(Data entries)
· · · · · · ·

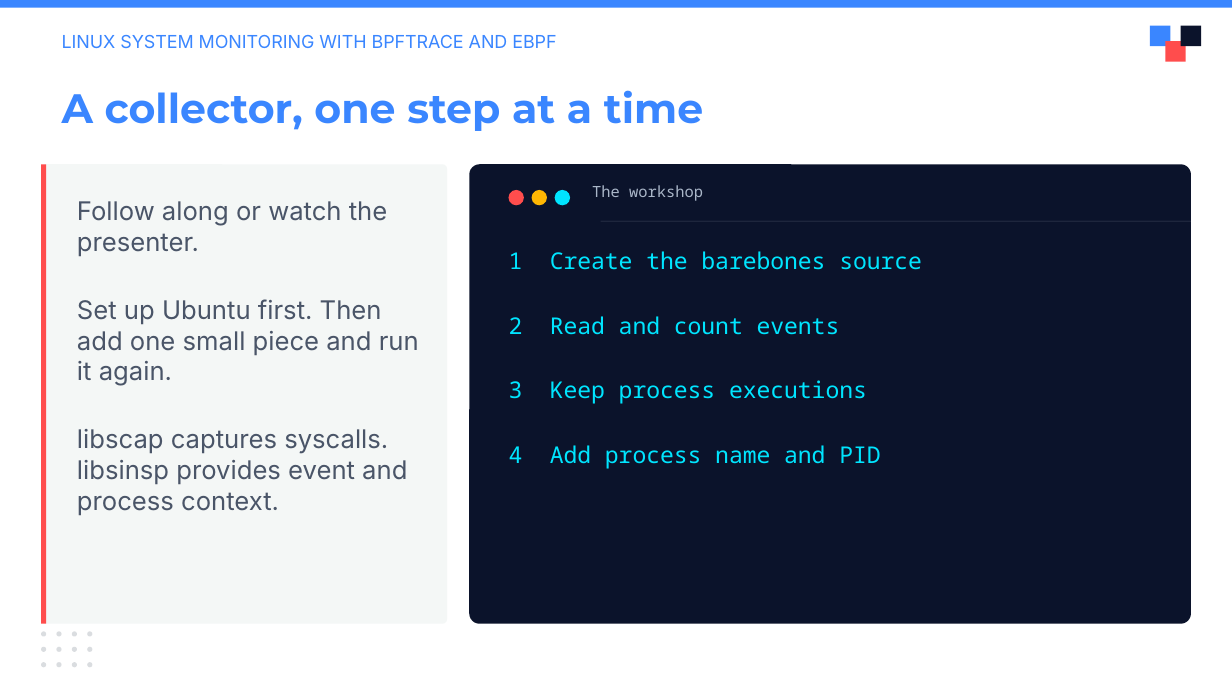
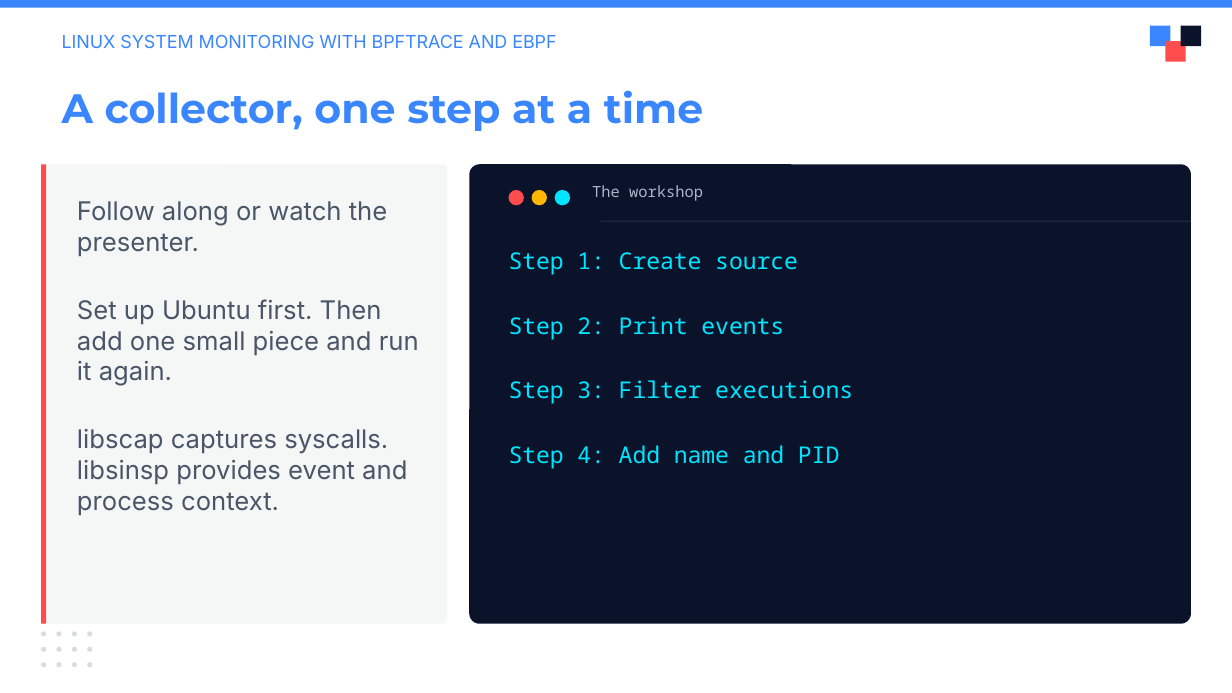
Before and after one commit to julianshalaby-perj/falco-libs-workshop, a slide deck: slide 2 of presentation/falco-libs-intro.pptx. Drawn at 1232x693 pixels with LibreOffice and Linux fonts; fonts in the diff are those of the drawing; background and template pictures are left out. Boxes give left, top, right and bottom in pixels: in the first picture for what was removed or moved away, otherwise in the second. Text is boxed around its words. In the diff, an @@ line names an element or a change of style, - is before the commit and + after.

Commit message:
Teach event printing before filtering in the workshop slides

```diff
--- a/presentation/falco-libs-intro.pptx
+++ b/presentation/falco-libs-intro.pptx
@@ text at [509,252,853,469]: text changed @@
-1 Create the barebones source
-2 Read and count events
-3 Keep process executions
-4 Add process name and PID
+Step 1: Create source
+Step 2: Print events
+Step 3: Filter executions
+Step 4: Add name and PID
```
Also in this commit, not shown: 5 other slides changed.
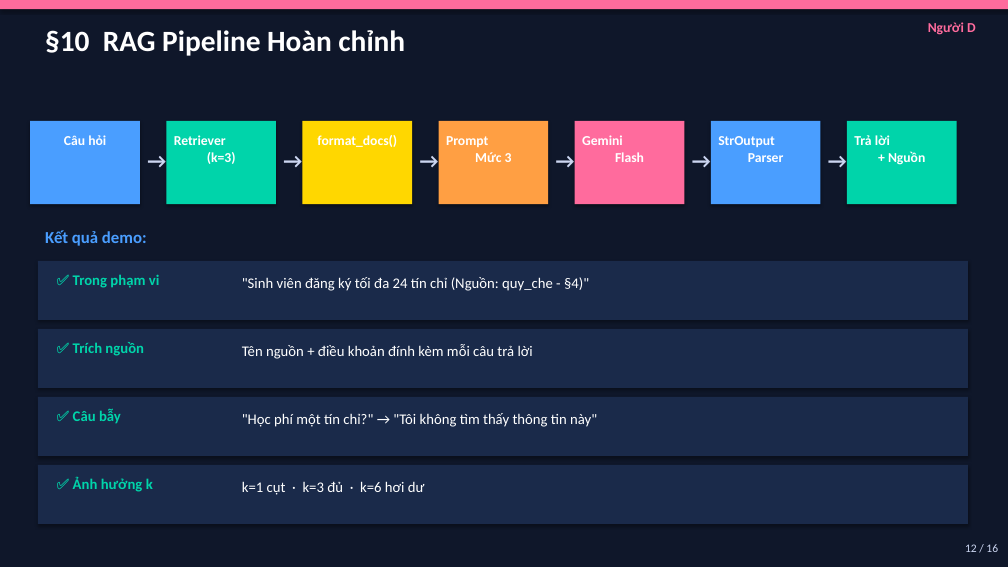
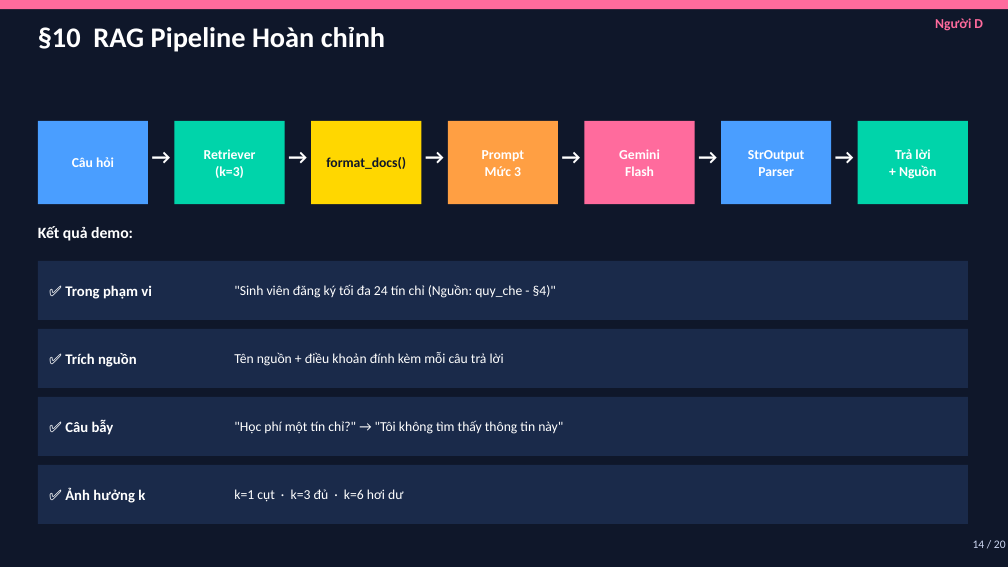
Before and after one commit to trinhminhkha24/b-i-t6-tu, a slide deck: slide 14 of LangChain_Presentation.pptx (slide 12 before the commit). Drawn at 1008x567 pixels with LibreOffice and Linux fonts; fonts in the diff are those of the drawing. Boxes give left, top, right and bottom in pixels: in the first picture for what was removed or moved away, otherwise in the second. Text is boxed around its words. In the diff, an @@ line names an element or a change of style, - is before the commit and + after.

```diff
--- a/LangChain_Presentation.pptx
+++ b/LangChain_Presentation.pptx
@@ text "§10 RAG Pipeline Hoàn chỉnh" at (38, 27, 385, 52): size 28 to 27 pt @@
@@ text "Người D": place and size @@
-text "Người D" at (928, 22, 976, 35)
+text "Người D" at (935, 18, 983, 31)
@@ text "Câu hỏi": place and size @@
-text "Câu hỏi" at (64, 135, 106, 145)
+text "Câu hỏi" at (72, 157, 114, 167)
@@ text at (204, 149, 256, 178): text changed @@
-Retriever
-(k=3)
+Retriever
+(k=3)
@@ text "format_docs()": place and size @@
-text "format_docs()" at (317, 135, 397, 147)
+text "format_docs()" at (326, 157, 406, 169)
@@ text "format_docs()" at (326, 157, 406, 169): text colour #FFFFFF to #0F172A; vertical alignment top to middle @@
@@ text at (619, 149, 660, 176): text changed @@
-Gemini
-Flash
+Gemini
+Flash
@@ text colour #CCD6F1 to #FFFFFF in 6 elements at (148, 144, 175, 181), (284, 144, 311, 181), (421, 144, 448, 181), (558, 144, 585, 181), (695, 144, 721, 181), (831, 144, 858, 181) @@
@@ vertical alignment top to middle in 6 elements at (72, 157, 114, 167), (204, 149, 256, 178), (482, 150, 524, 176), (619, 149, 660, 176), (748, 150, 805, 176), (895, 149, 936, 179) @@
@@ shadow off in 11 elements at (38, 261, 968, 320), (38, 329, 968, 388), (38, 397, 968, 456), (38, 465, 968, 524), (38, 121, 148, 204), (175, 121, 285, 204), (311, 121, 421, 204), (448, 121, 558, 204), (585, 121, 695, 204), (721, 121, 832, 204), (858, 121, 968, 204) @@
@@ 7 rectangles, 6 texts: place and size @@
-7 rectangles, 6 texts at (30, 121, 957, 204)
+7 rectangles, 6 texts at (38, 121, 968, 204)
@@ text at (895, 149, 936, 179): text changed @@
-Trả lời
-+ Nguồn
+Trả lời
++ Nguồn
@@ text at (482, 150, 524, 176): text changed @@
-Prompt
-Mức 3
+Prompt
+Mức 3
@@ text at (748, 150, 805, 176): text changed @@
-StrOutput
-Parser
+StrOutput
+Parser
@@ text "Kết quả demo:" at (38, 226, 133, 241): size 16 to 15 pt, text colour #4A9EFF to #FFFFFF @@
@@ text ""Sinh viên đăng ký tối ...": place and size @@
-text ""Sinh viên đăng ký tối ..." at (242, 277, 589, 291)
+text ""Sinh viên đăng ký tối ..." at (234, 284, 556, 298)
@@ text "Tên nguồn + điều khoản ...": place and size @@
-text "Tên nguồn + điều khoản ..." at (242, 344, 533, 359)
+text "Tên nguồn + điều khoản ..." at (234, 352, 504, 366)
@@ text ""Học phí một tín chỉ?" ...": place and size @@
-text ""Học phí một tín chỉ?" ..." at (242, 413, 597, 427)
+text ""Học phí một tín chỉ?" ..." at (234, 420, 563, 434)
@@ text colour #00D4AA to #FFFFFF; vertical alignment top to middle in 4 elements at (65, 285, 152, 299), (65, 353, 137, 367), (65, 419, 114, 435), (65, 487, 145, 503) @@
@@ size 14 to 13 pt; vertical alignment top to middle in 4 elements at (234, 352, 504, 366), (234, 420, 563, 434), (234, 284, 556, 298), (234, 489, 403, 502) @@
@@ text "k=1 cụt · k=3 đủ ...": place and size @@
-text "k=1 cụt · k=3 đủ ..." at (242, 481, 425, 495)
+text "k=1 cụt · k=3 đủ ..." at (234, 489, 403, 502)
@@ text at (973, 540, 1006, 548): text changed @@
-12 / 16
+14 / 20
```
Also in this commit, not shown: 15 other slides changed, 4 slides added.

· · · · · · ·

Task item: A faithful copy of every record is required, with no pictures included.

Task output:
Before and after one commit to julianshalaby-perj/falco-libs-workshop, a slide deck: slide 2 of presentation/falco-libs-intro.pptx. Drawn at 1232x693 pixels with LibreOffice and Linux fonts; fonts in the diff are those of the drawing; background and template pictures are left out. Boxes give left, top, right and bottom in pixels: in the first picture for what was removed or moved away, otherwise in the second. Text is boxed around its words. In the diff, an @@ line names an element or a change of style, - is before the commit and + after.

Commit message:
Teach event printing before filtering in the workshop slides

```diff
--- a/presentation/falco-libs-intro.pptx
+++ b/presentation/falco-libs-intro.pptx
@@ text at [509,252,853,469]: text changed @@
-1 Create the barebones source
-2 Read and count events
-3 Keep process executions
-4 Add process name and PID
+Step 1: Create source
+Step 2: Print events
+Step 3: Filter executions
+Step 4: Add name and PID
```
Also in this commit, not shown: 5 other slides changed.
Before and after one commit to trinhminhkha24/b-i-t6-tu, a slide deck: slide 14 of LangChain_Presentation.pptx (slide 12 before the commit). Drawn at 1008x567 pixels with LibreOffice and Linux fonts; fonts in the diff are those of the drawing. Boxes give left, top, right and bottom in pixels: in the first picture for what was removed or moved away, otherwise in the second. Text is boxed around its words. In the diff, an @@ line names an element or a change of style, - is before the commit and + after.

```diff
--- a/LangChain_Presentation.pptx
+++ b/LangChain_Presentation.pptx
@@ text "§10 RAG Pipeline Hoàn chỉnh" at (38, 27, 385, 52): size 28 to 27 pt @@
@@ text "Người D": place and size @@
-text "Người D" at (928, 22, 976, 35)
+text "Người D" at (935, 18, 983, 31)
@@ text "Câu hỏi": place and size @@
-text "Câu hỏi" at (64, 135, 106, 145)
+text "Câu hỏi" at (72, 157, 114, 167)
@@ text at (204, 149, 256, 178): text changed @@
-Retriever
-(k=3)
+Retriever
+(k=3)
@@ text "format_docs()": place and size @@
-text "format_docs()" at (317, 135, 397, 147)
+text "format_docs()" at (326, 157, 406, 169)
@@ text "format_docs()" at (326, 157, 406, 169): text colour #FFFFFF to #0F172A; vertical alignment top to middle @@
@@ text at (619, 149, 660, 176): text changed @@
-Gemini
-Flash
+Gemini
+Flash
@@ text colour #CCD6F1 to #FFFFFF in 6 elements at (148, 144, 175, 181), (284, 144, 311, 181), (421, 144, 448, 181), (558, 144, 585, 181), (695, 144, 721, 181), (831, 144, 858, 181) @@
@@ vertical alignment top to middle in 6 elements at (72, 157, 114, 167), (204, 149, 256, 178), (482, 150, 524, 176), (619, 149, 660, 176), (748, 150, 805, 176), (895, 149, 936, 179) @@
@@ shadow off in 11 elements at (38, 261, 968, 320), (38, 329, 968, 388), (38, 397, 968, 456), (38, 465, 968, 524), (38, 121, 148, 204), (175, 121, 285, 204), (311, 121, 421, 204), (448, 121, 558, 204), (585, 121, 695, 204), (721, 121, 832, 204), (858, 121, 968, 204) @@
@@ 7 rectangles, 6 texts: place and size @@
-7 rectangles, 6 texts at (30, 121, 957, 204)
+7 rectangles, 6 texts at (38, 121, 968, 204)
@@ text at (895, 149, 936, 179): text changed @@
-Trả lời
-+ Nguồn
+Trả lời
++ Nguồn
@@ text at (482, 150, 524, 176): text changed @@
-Prompt
-Mức 3
+Prompt
+Mức 3
@@ text at (748, 150, 805, 176): text changed @@
-StrOutput
-Parser
+StrOutput
+Parser
@@ text "Kết quả demo:" at (38, 226, 133, 241): size 16 to 15 pt, text colour #4A9EFF to #FFFFFF @@
@@ text ""Sinh viên đăng ký tối ...": place and size @@
-text ""Sinh viên đăng ký tối ..." at (242, 277, 589, 291)
+text ""Sinh viên đăng ký tối ..." at (234, 284, 556, 298)
@@ text "Tên nguồn + điều khoản ...": place and size @@
-text "Tên nguồn + điều khoản ..." at (242, 344, 533, 359)
+text "Tên nguồn + điều khoản ..." at (234, 352, 504, 366)
@@ text ""Học phí một tín chỉ?" ...": place and size @@
-text ""Học phí một tín chỉ?" ..." at (242, 413, 597, 427)
+text ""Học phí một tín chỉ?" ..." at (234, 420, 563, 434)
@@ text colour #00D4AA to #FFFFFF; vertical alignment top to middle in 4 elements at (65, 285, 152, 299), (65, 353, 137, 367), (65, 419, 114, 435), (65, 487, 145, 503) @@
@@ size 14 to 13 pt; vertical alignment top to middle in 4 elements at (234, 352, 504, 366), (234, 420, 563, 434), (234, 284, 556, 298), (234, 489, 403, 502) @@
@@ text "k=1 cụt · k=3 đủ ...": place and size @@
-text "k=1 cụt · k=3 đủ ..." at (242, 481, 425, 495)
+text "k=1 cụt · k=3 đủ ..." at (234, 489, 403, 502)
@@ text at (973, 540, 1006, 548): text changed @@
-12 / 16
+14 / 20
```
Also in this commit, not shown: 15 other slides changed, 4 slides added.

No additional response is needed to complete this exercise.